Custom QAOA variational circuit parameters. By default linear increasing/decreasing parameters for the selected reps are generated.

backend class-attribute instance-attribute

backend: BACKEND_TYPE | None = Field(default=None, exclude=True, repr=False)

initial_params class-attribute instance-attribute

initial_params: LinearQAOAParams | BasicQAOAParams | RandomQAOAParams = Field(
    default_factory=lambda: LinearQAOAParams(delta_beta=0.5, delta_gamma=0.5),
    description="Custom QAOA circuit parameters. By default linear increasing/decreasing parameters for the selected `reps` are generated.",
)

model_config class-attribute instance-attribute

model_config = ConfigDict(
    arbitrary_types_allowed=True, extra="allow", validate_assignment=True
)

optimizer class-attribute instance-attribute

optimizer: (
    ScipyOptimizerParams
    | LinearOptimizerParams
    | CombinedOptimizerParams
    | InterpolateOptimizerParams
    | None
) = Field(
    default_factory=lambda: ScipyOptimizerParams(),
    description="The classical optimizer. Default: ScipyOptimizer",
)

pipeline class-attribute instance-attribute

pipeline: PipelineParams = Field(
    default_factory=lambda: PipelineParams(),
    description="The pipeline defines the selected features for QAOA circuit generation. By default, all supported features are enabled (one-hot constraints, inequality constraints and quadratic penalties).",
)

qaoa_config class-attribute instance-attribute

qaoa_config: AdvancedConfig = Field(
    default_factory=lambda: AdvancedConfig(),
    description="Additional options for the QAOA circuit and evalutation",
)

reps class-attribute instance-attribute

reps: int = Field(
    default=1, ge=1, description="Number of QAOA layer repetitions"
)

shots class-attribute instance-attribute

shots: int = Field(default=1024, ge=1, description='Number of sampled shots.')
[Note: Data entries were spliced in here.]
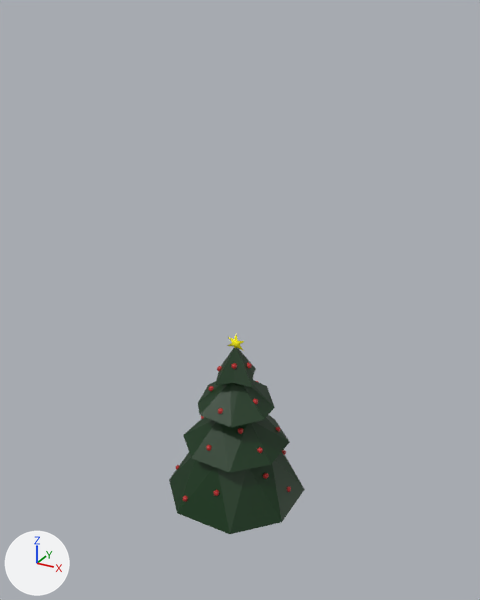
A saved change to the FBX model Assets/Models/Casino Models/Christmas Tree.fbx.
Both versions are drawn from a 50 mm camera at (0.984, -1.76, 1.787) aimed at (0.006, 0.018, 0.898). Arrows for +X, +Y and +Z are at lower left; the lights stay in place.

In view in the first picture: 'Tree'.
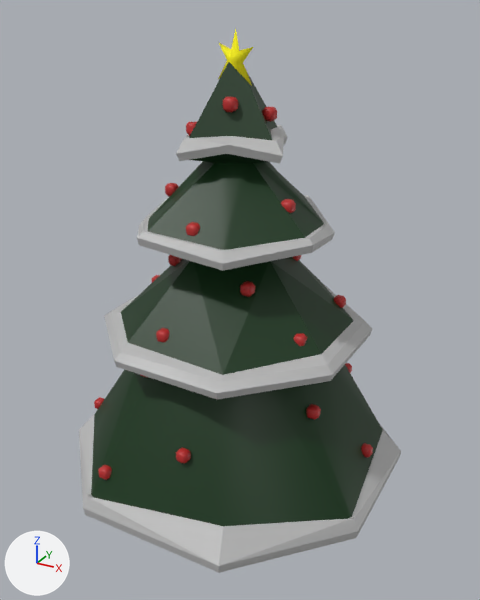
Commit message: updated tree

The edits, one by one:
Material 'Snow' (mat_snow) is new.
Its base color is (0.5, 0.5, 0.5) (grey #bcbcbc).
me_mesh is used by ob_tree; location (0.0, 0.0, 0.395); rotation (1.571, 0.0, 0.0), in degrees (90, 0, 0); scale (0.01, 0.01, 0.01).
me_mesh had 779 vertices, 864 faces and spanned x -23.7..23.7, y -39.5..38.6, z -23.7..23.7.
me_mesh now has 952 vertices, 1038 faces and spans x -23.9..23.9, y 0.0..76.2, z -23.9..23.9.
me_mesh part 1: the loose piece of 24 vertices spanning x -9.2..-7.5, y 15.1..16.9, z 2.0..3.8 is moved by (-0.6, 4.0, 18.0).
me_mesh part 2: the loose piece of 24 vertices spanning x 3.3..5.0, y 25.6..27.3, z -2.6..-0.8 is moved by (8.6, -1.5, -12.1).
me_mesh part 3: the loose piece of 24 vertices spanning x 0.3..2.0, y 27.1..28.8, z 2.5..4.2 is moved by (14.2, 1.0, 3.0).
me_mesh part 4: the loose piece of 24 vertices spanning x -1.0..0.7, y 12.7..14.4, z 9.5..11.3 is moved by (2.7, 11.7, 8.1).
me_mesh part 5: the loose piece of 24 vertices spanning x 8.3..10.0, y 15.1..16.9, z 2.0..3.8 is moved by (11.7, 4.0, -4.0).
me_mesh part 6: the loose piece of 24 vertices spanning x -9.2..-7.5, y 5.0..6.7, z 2.0..3.8 is moved by (-12.5, 14.1, 4.7).
me_mesh part 7: the loose piece of 24 vertices spanning x -3.7..-2.0, y -0.9..0.8, z 13.3..15.0 is moved by (0.0, 39.5, 0.0).
me_mesh part 8: the loose piece of 24 vertices spanning x 12.4..14.1, y -0.9..0.8, z -8.0..-6.3 is moved by (0.0, 39.5, 0.0).
me_mesh part 9: the loose piece of 24 vertices spanning x 12.4..14.1, y -0.9..0.8, z 6.0..7.7 is moved by (0.0, 39.5, 0.0).
me_mesh part 10: the loose piece of 24 vertices spanning x 5.1..6.8, y 5.0..6.7, z 6.6..8.4 is moved by (0.0, 39.5, 0.0).
me_mesh part 11: the loose piece of 24 vertices spanning x -8.2..-6.5, y -8.2..-6.4, z 11.6..13.4 is moved by (-1.0, 52.6, -9.6).
me_mesh part 12: the loose piece of 24 vertices spanning x -15.6..-13.8, y -8.2..-6.4, z -3.8..-2.1 is moved by (6.4, 62.8, 5.8).
me_mesh part 13: the loose piece of 24 vertices spanning x 14.5..16.2, y -11.4..-9.7, z 5.4..7.1 is moved by (-6.2, 66.1, -3.4).
me_mesh part 14: the loose piece of 24 vertices spanning x 11.8..13.6, y -15.5..-13.8, z -14.7..-12.9 is moved by (-11.5, 82.1, 17.1).
me_mesh part 15: the loose piece of 24 vertices spanning x 20.0..21.7, y -20.4..-18.7, z -1.9..-0.2 is moved by (-16.7, 85.5, -0.6).
me_mesh part 16: a new loose piece of 217 vertices spanning x -23.9..23.9, y 11.2..73.6, z -23.9..23.9.
me_mesh part 17: a new loose piece of 34 vertices spanning x -6.2..-4.4, y 63.0..64.7, z 1.0..2.7, in mat_lambert10 (red #bc2929).
me_mesh part 18: a new loose piece of 32 vertices spanning x -1.0..0.7, y 52.2..54.0, z 9.5..11.3, in mat_lambert10 (red #bc2929).
me_mesh part 19: a new loose piece of 13 vertices spanning x -3.3..3.3, y 69.5..76.2, z -1.2..1.2, in mat_polymesh3d (yellow #fff600).
me_mesh part 20: the loose piece of 14 vertices spanning x -3.5..3.5, y 30.7..38.6, z -1.0..1.0 is deleted.
me_mesh part 21: 69 vertices removed from x -23.7..23.7, y -28.3..34.1, z -23.7..23.7.
me_mesh now uses material mat_snow (grey #bcbcbc).
Object 'Tree' (ob_tree) moves from (0.0, 0.0, 0.395) to (0.0, 0.0, 0.0).
Object 'Tree' (ob_tree) is rescaled from (0.01, 0.01, 0.01) to (0.0228, 0.0228, 0.0228).

What differs and where, as boxes (x1, y1, x2, y2) in the pictures (480 x 600 px; the box of a moved part takes in the faces that stretch with it):
'Tree', reshaped, moved, rescaled (136% wider, 172% taller)
    before: (169, 335, 305, 534)
    after: (79, 29, 401, 573)
part 1 of me_mesh, moved or reshaped
    before: (209, 386, 214, 391)
    after: (98, 464, 112, 480)
part 2 of me_mesh, moved or reshaped
    before: (247, 363, 251, 368)
    after: (345, 363, 352, 373)
part 3 of me_mesh, moved or reshaped
    before: (231, 363, 237, 369)
    after: (306, 404, 321, 420)
part 4 of me_mesh, moved or reshaped
    before: (218, 408, 223, 414)
    after: (176, 447, 191, 464)
part 5 of me_mesh, moved or reshaped
    before: (253, 399, 258, 404)
    after: (361, 443, 373, 458)
part 6 of me_mesh, moved or reshaped (not visible before)
    after: (94, 397, 104, 409)
part 7 of me_mesh, moved or reshaped
    before: (206, 445, 212, 451)
    after: (156, 328, 170, 342)
part 8 of me_mesh, moved or reshaped
    before: (276, 427, 280, 432)
    after: (333, 295, 346, 308)
part 9 of me_mesh, moved or reshaped
    before: (257, 447, 263, 453)
    after: (293, 333, 307, 346)
part 10 of me_mesh, moved or reshaped
    before: (238, 428, 243, 434)
    after: (240, 281, 255, 297)
part 11 of me_mesh, moved or reshaped (not visible before)
    after: (168, 255, 182, 266)
part 12 of me_mesh, moved or reshaped (not visible before)
    after: (165, 183, 179, 197)
part 13 of me_mesh, moved or reshaped
    before: (263, 473, 268, 479)
    after: (281, 199, 296, 213)
part 14 of me_mesh, moved or reshaped
    before: (282, 450, 286, 455)
    after: (223, 97, 238, 112)
part 15 of me_mesh, moved or reshaped
    before: (287, 487, 291, 492)
    after: (262, 106, 277, 122)
part 16 of me_mesh, added
    after: (79, 62, 401, 573)
part 17 of me_mesh, added
    after: (186, 122, 197, 136)
part 18 of me_mesh, added
    after: (186, 222, 200, 236)
part 19 of me_mesh, added (yellow)
    after: (218, 29, 253, 86)
part 20 of me_mesh, deleted
    before: (228, 335, 244, 351)
part 21 of me_mesh, deleted
    before: (169, 348, 305, 534)

get_compatible_backends classmethod

get_compatible_backends() -> tuple[type[Aqarios]]

Check at runtime if the used backend is compatible with the solver.

Returns:

Type Description
tuple[type[IBackend], ...]

True if the backend is compatible with the solver, False otherwise.
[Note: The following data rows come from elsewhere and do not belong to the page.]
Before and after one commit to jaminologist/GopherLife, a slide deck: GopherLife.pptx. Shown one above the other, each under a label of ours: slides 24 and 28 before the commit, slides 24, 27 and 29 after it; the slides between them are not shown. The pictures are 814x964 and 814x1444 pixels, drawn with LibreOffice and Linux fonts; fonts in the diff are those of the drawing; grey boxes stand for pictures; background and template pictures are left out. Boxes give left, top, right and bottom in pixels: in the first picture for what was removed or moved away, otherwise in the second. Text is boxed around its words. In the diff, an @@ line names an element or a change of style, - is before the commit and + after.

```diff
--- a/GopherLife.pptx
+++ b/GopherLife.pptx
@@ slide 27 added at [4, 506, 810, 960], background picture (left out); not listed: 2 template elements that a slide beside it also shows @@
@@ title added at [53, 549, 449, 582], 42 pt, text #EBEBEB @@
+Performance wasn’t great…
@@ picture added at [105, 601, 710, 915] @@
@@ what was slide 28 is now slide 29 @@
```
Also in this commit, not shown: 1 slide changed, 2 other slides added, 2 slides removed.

get_default_backend classmethod

get_default_backend() -> Aqarios

Return the default backend implementation.

This property must be implemented by subclasses to provide the default backend instance to use when no specific backend is specified.

Returns:

Type Description
IBackend

An instance of a class implementing the IBackend interface that serves as the default backend.

run

run(
    model: Model | str,
    name: str | None = None,
    backend: BACKEND_TYPE | None = None,
    client: LunaSolve | str | None = None,
    *args: Any,
    **kwargs: Any,
) -> SolveJob

Run the configured solver.

Parameters:

Name Type Description Default
model Model or str

The model to be optimized or solved. It could be an Model instance or a string identifier representing the model id.

required
name str | None

If provided, the name of the job. Defaults to None.

None
backend BACKEND_TYPE | None

Backend to use for the solver. If not provided, the default backend is used.

None
client LunaSolve or str

The client interface used to interact with the backend services. If not provided, a default client will be used.

None
*args Any

Additional arguments that will be passed to the solver or client.

()
**kwargs Any

Additional keyword parameters for configuration or customization.

{}

Returns:

Type Description
SolveJob

The job object containing the information about the solve process.